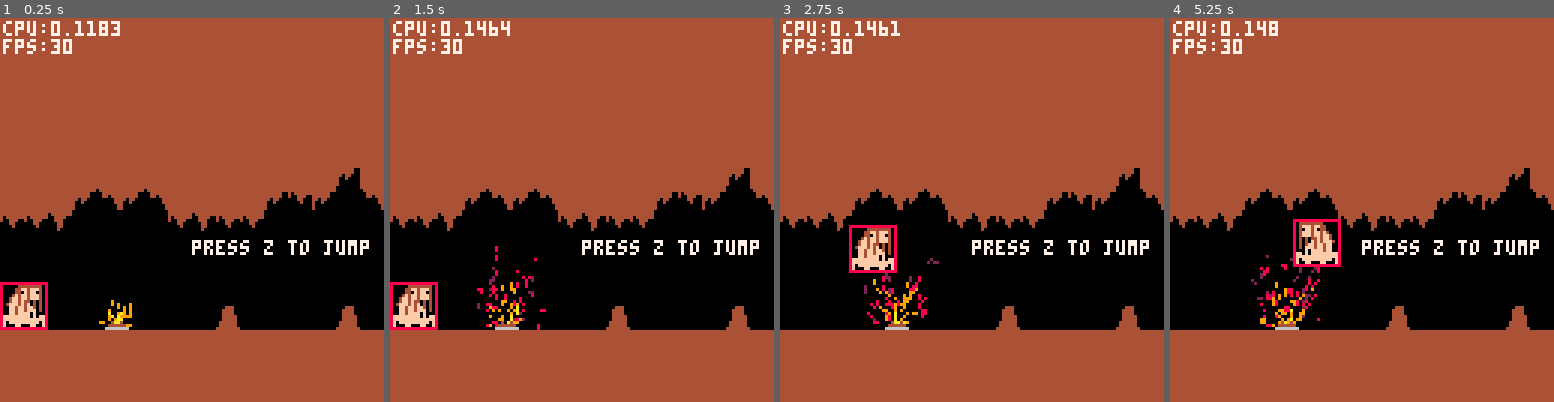
Above: before the commit, frames 1-4 (left to right).
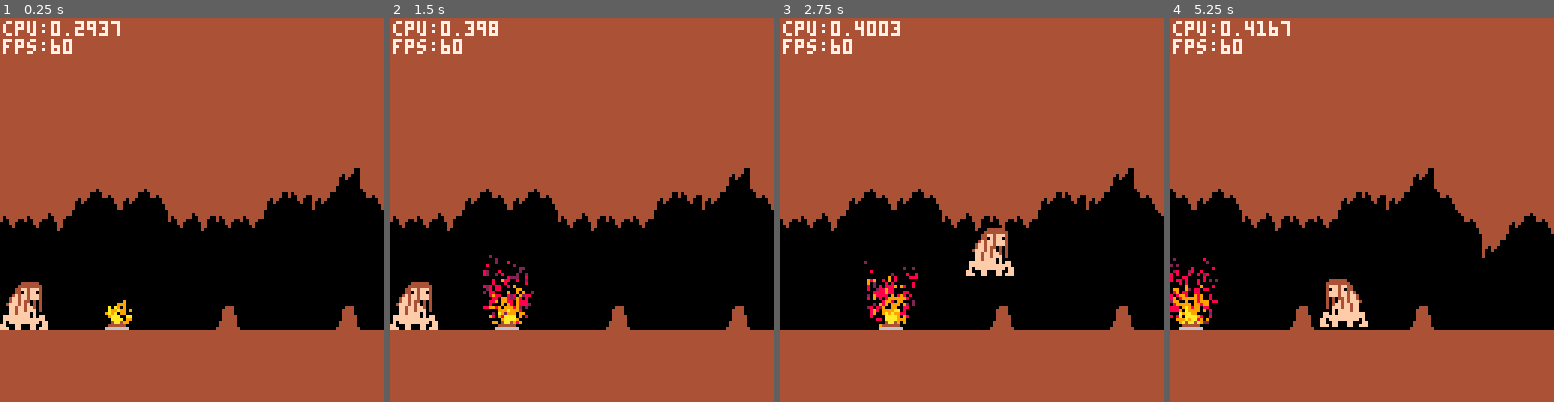
Above: after the commit, the same moments.

Repository: bitwitch/pico8
Game: PICO-8 cartridge games/caveman.p8
Same seed, same stepped clock (60 frames per second), same inputs: the game is played once before the commit and once after it.
Inputs:
- Up to frame 1 (0.25 s): no input
- Up to frame 2 (1.5 s): tap O (Z key) at 0.7 s
- Up to frame 3 (2.75 s): hold Right 1.6-2.1 s; tap O (Z key) at 1.7, 2.1, 2.5 s; hold Right from 2.47 s (still down)
- Up to frame 4 (5.25 s): tap O (Z key) every 0.4 s from 2.9 to 4.9 s; release Right at 3.03 s; hold Left 3.08-3.58 s; hold Down 3.63-3.97 s; hold Right 4.02-4.68 s; hold Left from 5.08 s (still down)

The runs differ from the first frame. In frame 1, 1.5% of the frame differs, in the area x 0-97%, y 0-82%; in frame 2, 2.3%; in frame 3, 6.2%; in frame 4, 13%, in the area x 0-100%, y 0-82%.

Commit message:
core rewrite

Diff:
--- a/games/caveman.p8
+++ b/games/caveman.p8
@@ -3,55 +3,63 @@
 __lua__
 --caveman
 --by bitwitch
-man={}
-fl_h=24
 grav=.45
 particles={}
 cam={}
 cam.x=0
 cam.y=0
 tut={}
-debug=true
-
-entities={}
-entities_with={
-	collide={}
-}
-cqueue={}
-
---don't repeat button presses
-poke(0x5f5c,255)
+
+debug=false
+
+spawners={}
+
+g_level=nil
+g_man=nil
+
+
 
 function _init()
+	--don't repeat button presses
+	poke(0x5f5c,255)
+	--reload map from cart rom
+	reload(0x2000,0x2000,0x1000)
+	reset_entities()
+	reset_collisions()
 	init_tut()
-	init_world()
-	init_man()
-end
-
-function _update()
+	g_level=level({
+		origin=v(0,0),
+		size=v(128,16)
+	})
+	e_add(g_level)
+end
+
+function _update60()
  update_particles()
- update_man()
+ update_entities()
+ do_movement()
  do_collisions()
+	do_supports()
  update_cam()
 end
 
 function _draw()
  cls()
  draw_particles()
- draw_map()
  draw_fire()
-
- if not tut.passed then
- 	draw_tut()
- end
-
- draw_man()
+ render_all("render")
+ render_all("render_gui")
+-- if not tut.passed then
+-- 	draw_tut()
+-- end
+
+ if (debug) draw_debug_hitbox()
 
  draw_stats()
 end
 
 function update_cam()
-	cam.x=lerp(cam.x,man.x-64,.1)
+	cam.x=lerp(cam.x,g_man.pos.x-64,.1)
 	if cam.x<0 then cam.x=0 end
 	camera(cam.x,cam.y)
 end
@@ -90,7 +98,7 @@
 	for i,t in ipairs(tut.steps) do
 		if t.start and not t.passed then
 			print(t.text,t.x,t.y,7)
-			if man.x>t.pass_x then
+			if g_man.pos.x>t.pass_x then
 				t.passed=true
 				if i+1<=#tut.steps then
 					tut.steps[i+1].start=true
@@ -110,133 +118,16 @@
 end
 
 function draw_fire()
-	local x=35
-	spr(47,x,128-fl_h-8)
-	make_flames(x+4,128-fl_h,5)
-end
-
-function lerp(a,b,amt)
-	return (1-amt)*a+b*amt
-end
-
--- returns smallest element
--- of seq, according to key
--- function
---function min_of(seq,key)
--- local me,mk=nil,32767
--- for e in all(seq) do
---  local k=key(e)
---  if k<mk then
---			me,mk=e,k
---  end
--- end
--- return me
---end
-
--- copies props to obj
--- if obj is nil, a new
--- object will be created,
--- so set(nil,{...}) copies
--- the object
-function set(obj,props)
- obj=obj or {}
- for k,v in pairs(props) do
-  obj[k]=v
- end
- return obj
-end
-
--- creates a "class" object
--- with support for basic
--- inheritance/initialization
-function kind(kob)
- kob=kob or {}
- setmetatable(kob,{__index=kob.extends})
-
- kob.new=function(self,ob)
-  ob=set(ob,{kind=kob})
-  setmetatable(ob,{__index=kob})
-  if (kob.create) ob:create()
-  return ob
- end
-
- return kob
-end
-
---vectors
-
-vec=kind()
-function v(x,y)
-	return vec:new({x=x,y=y})
-end
-
-function vec.__add(v1,v2)
- return v(v1.x+v2.x,v1.y+v2.y)
-end
-function vec.__sub(v1,v2)
- return v(v1.x-v2.x,v1.y-v2.y)
-end
-function vec.__mul(v1,a)
- return v(v1.x*a,v1.y*a)
-end
-function vec.__div(v1,a)
- return v(v1.x/a,v1.y/a)
-end
--- length squared
-function vec.len2(v)
- return v.x*v.x+v.y*v.y
-end
-
-function vec.ints(v)
- return
- 	v(flr(v.x),flr(v.y))
-end
-
---boxes
-
-box=kind()
-function make_box(e)
-	local w=e.w
-	local h=e.h
-	if (e.bbw) w=e.bbw
-	if (e.bbh) h=e.bbh
-	return box:new({
-		xl=flr(e.x-.5*w),
-		xr=flr(e.x+.5*w),
-		yt=flr(e.y-h),
-		yb=flr(e.y)
-	})
-end
-
-function box:overlap(b)
-	return
-		self.xr>=b.xl and
-	 self.xl<=b.xr and
-	 self.yb>=b.yt and
-	 self.yt<=b.yb
-end
-
-function box:sepv(b)
-	local candidates={
-		right=v(b.xl-self.xr,0),
-		left=v(b.xr-self.xl,0),
-		bottom=v(0,b.yt-self.yb),
-		top=v(0,b.yb-self.yt)
-	}
-
-	local min_sep=v(0,0)
-	local min_len=32767
-	local min_side=nil
- for side,sep in pairs(candidates) do
-  local len=vec.len2(sep)
-  if len<min_len then
-			min_sep=sep
-			min_len=len
-			min_side=side
-  end
- end
-	return min_sep,min_side
-end
+	local fx,fy=35,96
+	spr(47,fx,fy)
+	make_flames(fx+4,fy+7,5)
+end
+…(6 lines of a section not shown)…
 -->8
 --particles
 
@@ -249,10 +140,10 @@
 		p.y=y
 		p.ox=x
 		p.oy=y
-		p.vx=rnd(2)-1
-		p.vy=rnd(2)-2
+		p.vx=rnd(1)-.5
+		p.vy=rnd(1)-1
 		p.life=1
-		local lifetime=10+rnd(20)
+		local lifetime=20+rnd(40)
 		p.decayrate=1/lifetime
 		add(particles,p)
 		end
@@ -306,29 +197,396 @@
 
 
 -->8
---player
-
-function init_man()
- man.x=8
- man.y=128-fl_h
- man.w=16
- man.h=16
- man.vx=0
- man.vy=0
- man.a=.3
- man.jspeed=-4.5
- man.can_jump=true
- man.grounded=false
- man.face_left=false
- man.rolling=false
- man.bbw=man.w --bounding box width
- man.bbh=man.h --bounding box height
-	man.roll_timer=0
-	man.roll_delay=10
-end
-
-function update_man()
-	printh("vel_y: "..man.vy)
+
+-------------------------------
+-- utlitities
+-------------------------------
+object={}
+function extend(parent,props)
+	local child=props or {}
+	setmetatable(child,{
+		__index=parent,
+		__call=function(func,props)
+			local o=props or {}
+			setmetatable(o,{__index=child})
+			if (o.init) o:init()
+			return o
+		end
+	})
+
+	return child
+end
+
+function state_dependent(e,prop)
+	local p=e[prop]
+	if (not p) return nil
+	if type(p)=="table" and p[e.state] then
+		p=p[e.state]
+	end
+	if type(p)=="table" and p[1] then
+		p=p[1]
+	end
+	return p
+end
+
+function event(e,prop,args)
+	if e[prop] then
+		return e[prop](e,args)
+	end
+end
+
+function lerp(a,b,amt)
+	return (1-amt)*a+b*amt
+end
+
+-------------------------------
+-- box
+-------------------------------
+box=extend(object)
+
+function make_box(xl,yt,xr,yb)
+	return box({
+		xl=flr(min(xl,xr)),
+		xr=flr(max(xl,xr)),
+		yt=flr(min(yt,yb)),
+		yb=flr(max(yt,yb))
+	})
+end
+
+function box:translate(pos)
+	return box({
+		xl=self.xl+pos.x,
+		xr=self.xr+pos.x,
+		yt=self.yt+pos.y,
+		yb=self.yb+pos.y
+	})
+end
+
+function box:overlap(b)
+	return
+		self.xr>=b.xl and
+	 self.xl<=b.xr and
+	 self.yb>=b.yt and
+	 self.yt<=b.yb
+end
+
+function box:sepv(b,allowed)
+	local candidates={
+		left=v(b.xl-self.xr,0),
+		right=v(b.xr-self.xl,0),
+		top=v(0,b.yt-self.yb),
+		bottom=v(0,b.yb-self.yt)
+	}
+	if type(allowed)!="table" then
+		allowed={right=true,left=true,bottom=true,top=true}
+	end
+
+
+	local min_sep=v(0,0)
+	local min_len=32767
+	local min_side=nil
+ for side,sep in pairs(candidates) do
+  local len=vec.len2(sep)
+  if allowed[side] and
+  len<min_len then
+			min_sep,min_len,min_side=
+				sep,len,side
+  end
+ end
+	return min_sep,min_side
+end
+
+
+-------------------------------
+-- vector
+-------------------------------
+vec={}
+vec.__index=vec
+
+function v(x,y)
+	local v={x=x,y=y}
+	setmetatable(v,vec)
+	return v
+end
+
+function vec.__add(v1,v2)
+ return v(v1.x+v2.x,v1.y+v2.y)
+end
+function vec.__sub(v1,v2)
+ return v(v1.x-v2.x,v1.y-v2.y)
+end
+function vec.__mul(v1,a)
+ return v(v1.x*a,v1.y*a)
+end
+function vec.__div(v1,a)
+ return v(v1.x/a,v1.y/a)
+end
+-- length squared
+function vec.len2(v)
+ return v.x*v.x+v.y*v.y
+end
+
+function vec.dot(v1,v2)
+	return v1.x*v2.x+v1.y*v2.y
+end
+
+function vec.ints(v)
+ return
+ 	v(flr(v.x),flr(v.y))
+end
+
+-------------------------------
+-- entities
+-------------------------------
+entity=extend(object,{
+	t=0,state="idle",dynamic=true
+})
+
+function reset_entities()
+	entities={}
+	entities_with={
+		vel={},
+		dynamic={},
+		collides_with={},
+		feetbox={},
+		render={},
+		render_gui={}
+	}
+end
+
+function e_add(e)
+	add(entities,e)
+	for prop,list in pairs(entities_with) do
+		if e[prop] then
+		 add(list,e)
+		end
+	end
+	if e.tags then
+		c_update_bucket(e)
+	end
+	return e
+end
+
+function e_remove(e)
+
+end
+
+function update_entities()
+	for e in all(entities_with.dynamic) do
+		local state=e.state
+		if (e[state]) e[state](e)
+		e.t+=1
+		if (state!=e.state) e.t=0
+	end
+end
+
+
+solid=extend(entity,{
+	dynamic=false,
+	tags={"solid"},
+	collides_with={},
+	hitbox=make_box(0,0,8,8)
+})
+
+function solid:init()
+	-- setup allowed collision
+	-- sides
+	local dirs={
+		left=v(-1,0),right=v(1,0),
+		top=v(0,-1),bottom=v(0,1)
+	}
+	local allowed={}
+	local needed=false
+	for d,dvec in pairs(dirs) do
+		local p=self.map_pos+dvec
+		allowed[d]=
+			tile_type(mget(p.x,p.y))
+			!=solid
+
+		-- ignore tiles on map edge
+		if p.x<0 or p.x>127 or p.y<0 or p.y>63 then
+			allowed[d]=false
+		end
+
+		needed=needed or allowed[d]
+	end
+	self.allowed=allowed
+	self.needed=needed
+end
+
+function solid:collide(o,args)
+	return c_push_out,self.allowed
+end
+
+
+-------------------------------
+-- level
+-------------------------------
+level=extend(object,{
+	origin=v(0,0),
+	size=v(16,16)
+})
+
+function level:init()
+	local o,s=self.origin,self.size
+	-- loop through tiles in level
+	for x=0,s.x-1 do
+		for y=0,s.y-1 do
+			local mx,my=o.x+x,o.y+y
+			local tile=mget(mx,my)
+			local etyp=spawners[tile]
+			-- if tile is spawner,spawn
+			-- entity
+			if etyp then
+				local e=etyp({
+					pos=v(mx,my)*8
+				})
+				e_add(e)
+				-- remove tile from map
+				mset(mx,my,0)
+				tile=0
+			end
+
+			-- create tile if needed
+			-- for collisions
+			etyp=tile_type(tile)
+			if etyp then
+				local e=etyp({
+					pos=v(mx,my)*8,
+					map_pos=v(mx,my)
+				})
+				if (e.needed) e_add(e)
+			end
+
+		end
+	end
+end
+
+function level:render()
+ map(self.origin.x,self.origin.y,
+  0,0,self.size.x,self.size.y)
+end
+
+
+function tile_type(tile)
+	if (fget(tile,0)) return solid
+	return nil
+end
+
+-------------------------------
+-- player (man)
+-------------------------------
+man=extend(entity,{
+	pos=v(0,0),
+	w=16,
+	h=16,
+	vel=v(0,0),
+	acc=v(.3,0),
+	jspeed=-4.5,
+	roll_speed=4,
+	can_jump=true,
+	grounded=false,
+	face_left=false,
+	roll_timer=0,
+	roll_delay=10,
+	sprite={
+		idle=192,
+		offset=v(-8,-16)
+	},
+	hitbox={
+		make_box(-6,-16,6,0),
+		roll=make_box(-8,-8,8,0)
+	},
+	feetbox=make_box(-6,-2,6,0),
+	tags={"man"},
+	collides_with={"solid"}
+})
+function man:init()
+	g_man=self
+end
+spawners[112]=man
+
+function man:idle()
+	self:do_walking()
+	self:do_verticals()
+end
+
+function man:walk()
+	self:do_walking()
+	self:do_verticals()
+end
+
+function man:roll()
+	self.vel.x*=.8
+
+		-- clamp x pos to > 0
+	if self.pos.x-8+self.vel.x<0 then
+		self.vel.x=0
+		self.pos.x=8
+	end
+
+	if abs(self.vel.x)<=0.1 then
+		self.state="idle"
+	end
+end
+
+function man:air()
+
+end
+
+-- multiple state functions
+function man:do_walking()
+	self.vel.x*=.8
+	if btn(0) then
+		self.vel.x-=self.acc.x
+	end
+	if btn(1) then
+		self.vel.x+=self.acc.x
+	end
+
+	-- clamp x pos to > 0
+	if self.pos.x-8+self.vel.x<0 then
+		self.vel.x=0
+		self.pos.x=8
+	end
+
+	if abs(self.vel.x)>0 then
+		self.state="walk"
+	else
+		self.state="idle"
+	end
+end
+…(4 lines of a section not shown)…
+function man:do_verticals()
+--	if self.pos.y>104 then
+--	 self.pos.y=104
+--	 self.vel.y=0
+--	end
+--
+	if self.supported_by and btnp(4) then
+		-- roll
+		if btn(3) then
+			local rspeed=self.roll_speed
+			if (self.face_left) rspeed*=-1
+			self.vel.x=rspeed
+			self.state="roll"
+		else
+		-- jump
+			self.vel.y=self.jspeed
+		end
+	end
+
+end
+
+function man:collide(o)
+
+end
+
+
+function man:update()
 	if man.roll_timer>0 then
 		man.roll_timer-=1
 	elseif man.rolling and man.roll_timer<=0 then
@@ -379,12 +637,11 @@
 		man.grounded=false
 	end
 	--entity collisions
-	test_collisions(man,"collide",man.resolve_collision)
+	test_collisions(man,"cbox",man.resolve_collision)
 end
 
 man.resolve_collision=
 function(obj,sep,side)
-	printh(side)
 	man.x+=sep.x
 	man.y+=sep.y
 	if side=="bottom" then
@@ -393,86 +650,299 @@
 	end
 end
 
-function draw_man()
+function man:render()
 	palt(14,true)
 	palt(0,false)
- spr(1,man.x-8,man.y-16,2,2,man.face_left)
-	if debug then
-		rect(man.x-0.5*man.bbw,
-							man.y-man.bbh,
-							man.x+0.5*man.w-1,
-							man.y-1,8)
-	end
+	local p,off=self.pos,self.sprite.offset
+ spr(self.sprite.idle,
+ 	p.x+off.x,p.y+off.y,
+ 	2,2,
+ 	self.face_left)
 	palt()
 end
 
--->8
---entities
-
-
-
-function update_with_table(e,fn)
-	for prop,list in pairs(entities_with) do
-		if e[prop] then
-			fn(list,e)
-		end
-	end
-end
-
--- entity type
-entity=kind()
-eid=1
-function entity:create()
-	if not self.name then
-		self.name=eid..""
-		eid+=1
-	end
-	entities[self.name]=self
-	update_with_table(self,add)
-end
-
-
---collisions
-function test_collisions(ent,prop,cb)
-	add(cqueue,{e=ent,p=prop,cb=cb})
+
+-------------------------------
+-- movement system
+-------------------------------
+function do_movement()
+	for e in all(entities_with.vel) do
+		e.pos+=e.vel
+		if e.vel.x!=0 then
+			e.face_left=e.vel.x<0
+		end
+
+		-- apply gravity
+		e.vel.y+=grav
+	end
+end
+
+-------------------------------
+-- collision system
+-------------------------------
+function reset_collisions()
+	c_buckets={}
 end
 
 function do_collisions()
- for c in all(cqueue) do
-  local e=c.e
-  local eb=make_box(e)
-  for o in all(entities_with[c.p]) do
-   if o~=e then
-   	local ob=make_box(o)
-    if eb:overlap(ob) then
-    	local sep,side=eb:sepv(ob)
-    	c.cb(o,sep,side)
-    end
-   end
-  end
- end
- cqueue={}
-end
-
-
-function init_world()
-	for x=0,36 do
-		for y=0,17 do
-			s=mget(x,y)
-			--collision flag
-			if fget(s,0) then
-				local e=entity:new({
-					x=x*8+4,
-					y=y*8+8,
-					w=8,
-					h=8,
-					collide=true,
-				})
+	c_update_buckets()
+ for e in all(entities_with.collides_with) do
+ 	for tag in all(e.collides_with) do
+ 		for o in c_potentials(e,tag) do
+				if o!=e then
+					local ec,oc=
+						collider(e),collider(o)
+					if ec and oc then
+						do_collision(ec,oc)
+					end
+				end
 			end
 		end
 	end
 end
 
+function c_update_buckets()
+	for e in all(entities_with.dynamic) do
+			c_update_bucket(e)
+	end
+end
+
+function c_update_bucket(e)
+	if not e.pos or not e.tags then
+		return
+	end
+
+	local bx,by=c_bucket_coords(e)
+	-- if e has no bucket or pos
+	-- has changed out of range
+	-- of current bucket
+	if not e.bkt or
+	e.bkt.x!=bx or
+	e.bkt.y!=by then
+		-- remove entity from all
+		-- old buckets
+		if e.bkt then
+			for t in all(e.tags) do
+				local old=
+					c_bucket(t,e.bkt.x,e.bkt.y)
+					del(old,e)
+			end
+		end
+
+		-- add entity to new buckets
+		e.bkt=v(bx,by)
+		for t in all(e.tags) do
+			add(c_bucket(t,bx,by),e)
+		end
+	end
+end
+
+function c_bucket_coords(e)
+	local p=e.pos
+	return
+		flr(shr(p.x,4)),flr(shr(p.y,4))
+end
+
+function c_bucket(tag,bx,by)
+	local key=
+		tag..":"..bx..","..by
+	if not c_buckets[key] then
+		c_buckets[key]={}
+	end
+	return c_buckets[key]
+end
+
+function c_potentials(e,tag)
+	local cx,cy=c_bucket_coords(e)
+	local bx,by=cx-2,cy-1
+	local bkt,bcount,bi={},0,1
+	return function()
+		while bi>bcount do
+			bx+=1
+			if (bx>cx+1) bx,by=cx-1,by+1
+			if (by>cy+1) return nil
+			bkt=c_bucket(tag,bx,by)
+			bcount,bi=#bkt,1
+		end
+		local next_e=bkt[bi]
+		bi+=1
+		return next_e
+	end
+end
+
+function collider(e)
+	local hb=
+		state_dependent(e,"hitbox")
+	if (not hb) return nil
+	return {
+		box=hb:translate(e.pos),
+		e=e
+	}
+end
+
+function do_collision(ec,oc)
+	local eb,ob=ec.box,oc.box
+	if eb:overlap(ob) then
+		c_response(ec,oc)
+		c_response(oc,ec)
+	end
+end
+
+-- checks for collisions of
+-- box and entities with given
+-- tags, returns first e found
+function c_check(box,tags)
+	local fake_e=
+		{pos=v(box.xl,box.yt)}
+	for t in all(tags) do
+		for o in c_potentials(fake_e,t) do
+			local oc=collider(o)
+			if oc and box:overlap(oc.box) then
+				return o
+			end
+		end
+	end
+	return nil
+end
+
+-- calls collide method on e
+-- if it returns a function,
+-- calls it
+function c_response(ec,oc)
+	local reaction,args=
+		event(ec.e,"collide",oc.e)
+	if type(reaction)=="function" then
+		reaction(ec,oc,args)
+	end
+end
+
+-- pushes other out of entity
+-- so it no longer collides
+function c_push_out(ec,oc,allowed)
+	local eb,ob=ec.box,oc.box
+	local e,o=ec.e,oc.e
+	local sepv=ob:sepv(eb,allowed)
+	o.pos+=sepv
+	if o.vel then
+		local v_dot_sep=
+			o.vel:dot(sepv)
+		if v_dot_sep<0 then
+			if (sepv.y!=0) o.vel.y=0
+			if (sepv.x!=0) o.vel.x=0
+		end
+	end
+	oc.box=ob:translate(sepv)
+end
+
+function draw_debug_hitbox()
+	for e in all(entities_with.collides_with) do
+		local hb=state_dependent(e,"hitbox")
+		hb=hb:translate(e.pos)
+		rect(hb.xl,hb.yt,hb.xr,hb.yb,8)
+	end
+end
+
+-------------------------------
+-- supports
+-------------------------------
+
+-- determines if entities
+-- with feetbox are standing
+-- on something
+function do_supports()
+	for e in all(entities_with.feetbox) do
+		local fb=e.feetbox
+		fb=fb:translate(e.pos)
+		local support=
+			c_check(fb,{"solid"})
+		e.supported_by=support
+	end
+end
+
+
+-------------------------------
+-- render
+-------------------------------
+function render_all(prop)
+	-- do some z-depth sorting
+	-- here
+
+	for e in all(entities_with[prop]) do
+		e[prop](e)
+	end
+end
+…(72 lines of a section not shown)…
 
 
 
@@ -645,7 +1115,7 @@
 
 
 __gff__
-0000000000000000000000000000000000000000000000000000000000000000000000000000000000000000000000000000000000000000000000000000000101010300000000000000000000000000000000000000000000000000000000000000000000000000000000000000000000000000000000000000000000000000
+0000000000000000000000000000000000000000000000000000000000000000000000000000000000000000000000000000000000000000000100000100000101010100000000000000000000000000000000000000000000000000000000000000000000000000000000000000000000000000000000000000000000000000
 0000000000000000000000000000000000000000000000000000000000000000000000000000000000000000000000000000000000000000000000000000000000000000000000000000000000000000000000000000000000000000000000000000000000000000000000000000000000000000000000000000000000000000
 __map__
 3c3c3c3c3c3c3c3c3c3c3c3c3c3c3c3c3c3c3c3c3c3c3c3c3c3c3c3c3c3c3c3c3c3c3c3c1e00000000000000000000000000000000000000000000000000000000000000000000000000000000000000000000000000000000000000000000000000000000000000000000000000000000000000000000000000000000000000
@@ -659,7 +1129,7 @@
 3d3d3e000000003d3e3d3d00000000003b3c3a3b3c3c3c3c3c3c3c3c3c3a3d3e000000000000000000000000000000000000000000000000000000000000000000000000000000000000000000000000000000000000000000000000000000000000000000000000000000000000000000000000000000000000000000000000
 00000000000000000000000000000000003a00003b3c3c3c3c3a003b3d000000000000000000000000000000000000000000000000000000000000000000000000000000000000000000000000000000000000000000000000000000000000000000000000000000000000000000000000000000000000000000000000000000
 0000000000000000000000000000000000000000003b3c3a3e00000042000000000000000000000000000000000000000000000000000000000000000000000000000000000000000000000000000000000000000000000000000000000000000000000000000000000000000000000000000000000000000000000000000000
-0000000000000000000000000000000000000000000041000000000042000000000000000000000000000000000000000000000000000000000000000000000000000000000000000000000000000000000000000000000000000000000000000000000000000000000000000000000000000000000000000000000000000000
+0070000000000000000000000000000000000000000041000000000042000000000000000000000000000000000000000000000000000000000000000000000000000000000000000000000000000000000000000000000000000000000000000000000000000000000000000000000000000000000000000000000000000000
 0000000000000000004000000000400000000000000000000000000042000000000000000000000000000000000000000000000000000000000000000000000000000000000000000000000000000000000000000000000000000000000000000000000000000000000000000000000000000000000000000000000000000000
 3c3c3c3c3c3c3c3c3c3c3c3c3c3c3c3c3c3c3c3c3c3c3c3c3c3c3c3c3c3c3c3c3c3c3c3c3c39393939393939393939393939393939393939393939393939393939393939393939393939393939000000000000000000000000000000000000000000000000000000000000000000000000000000000000000000000000000000
 3c3c3c3c3c3c3c3c3c3c3c3c3c3c3c3c3c3c3c3c3c3c3c3c3c3c3c3c3c3c3c3c3c3c3c3c3c3c3c3c3c3c3c3c3c3c3c3c3c3c3c3c3c3c3c3c3c3c3c3c3c3c3c3c3c3c3c3c3c3c3c3c3c3c3c3c3c000000000000000000000000000000000000000000000000000000000000000000000000000000000000000000000000000000
Not shown, changed: 168 lines of the sprite sheet (__gfx__) section of games/caveman.p8

> Task description
The answer must be every line of the listing that holds the word "event".

> Exercise output
+function event(e,prop,args)
+		event(ec.e,"collide",oc.e)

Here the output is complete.